INSTRUCTION: TO WITHHOLD AUTHORITY TO VOTE FOR ANY INDIVIDUAL NOMINEE, STRIKE
THAT NOMINEE'S NAME IN THE LISTS ABOVE.

    B.   IN THE DISCRETION OF THE PROXYHOLDERS with respect to any other matter
         which may properly come before the Meeting. The Board of Directors is
         not aware of any other matters that will be presented at the meeting.

         THE SHARES VOTED BY THIS PROXY WHEN PROPERLY EXECUTED WILL BE VOTED IN
THE MANNER INSTRUCTED HEREIN BY THE UNDERSIGNED STOCKHOLDER. IF NO INSTRUCTIONS
ARE GIVEN, THIS PROXY WILL BE VOTED "FOR" THE NOMINEES LISTED ABOVE.

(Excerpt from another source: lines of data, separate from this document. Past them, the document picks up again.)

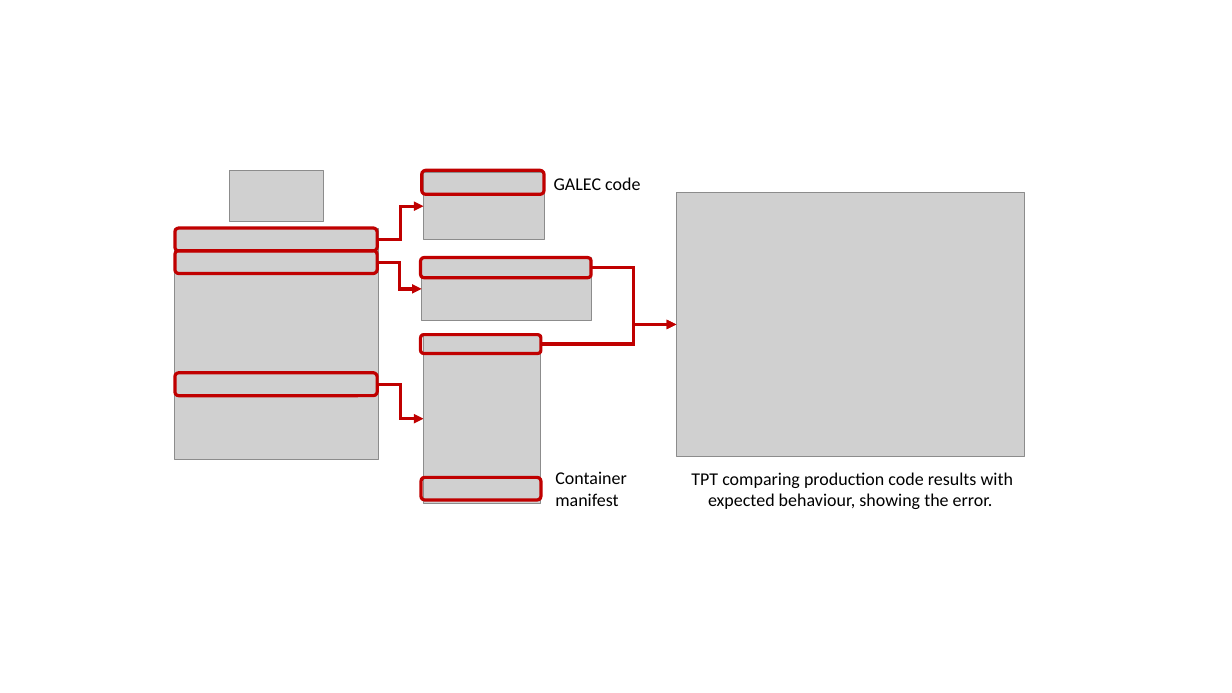
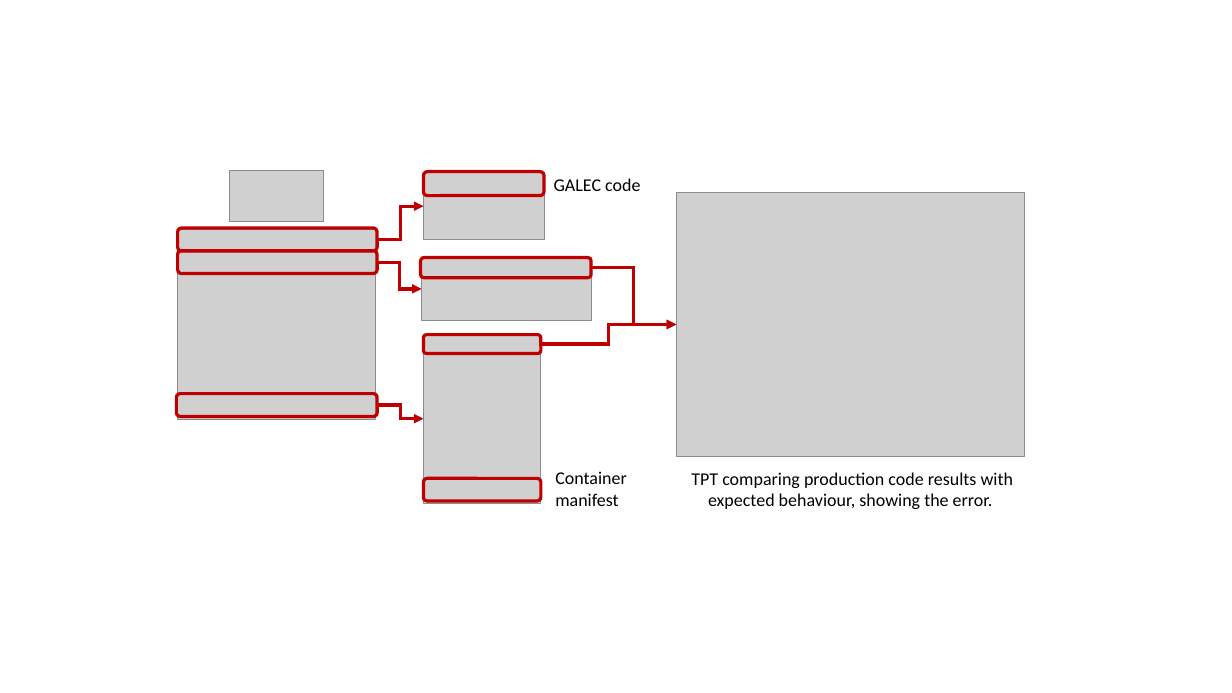
Before and after one commit to modelica/efmi-standard.org, a slide deck: slide 3 of static/media/resources/M04-example.pptx. Drawn at 1232x693 pixels with LibreOffice and Linux fonts; fonts in the diff are those of the drawing; grey boxes stand for pictures. Boxes give left, top, right and bottom in pixels: in the first picture for what was removed or moved away, otherwise in the second. Text is boxed around its words. In the diff, an @@ line names an element or a change of style, - is before the commit and + after.

```diff
--- a/static/media/resources/M04-example.pptx
+++ b/static/media/resources/M04-example.pptx
@@ picture resized from (x1=175, y1=228, x2=378, y2=459) to (x1=177, y1=229, x2=376, y2=420) @@
@@ elbow arrow (541, 344) - (677, 324): route changed @@
@@ rounded rectangle moved from (x1=175, y1=372, x2=377, y2=396) to (x1=177, y1=394, x2=377, y2=417) @@
@@ elbow arrow moved from (377, 384) - (423, 419) to (377, 405) - (423, 419) @@
```
Also in this commit, not shown: 5 other files.

IMPORTANT: Please sign your name or names exactly as they appear on this Proxy.
When signing as attorney, executor or administrator, trustee or guardian, please
give your full title as such. If shares are held jointly, EACH holder should
sign.

                                    -----------------------------------
                                                   Signature


                                    -----------------------------------
                                                   Signature

                                    DATE:________________________________, 1999.

WHETHER OR NOT YOU PLAN TO ATTEND THE MEETING, YOU ARE URGED TO SIGN AND RETURN
THIS PROXY, WHICH MAY BE REVOKED AT ANY TIME PRIOR TO ITS USE.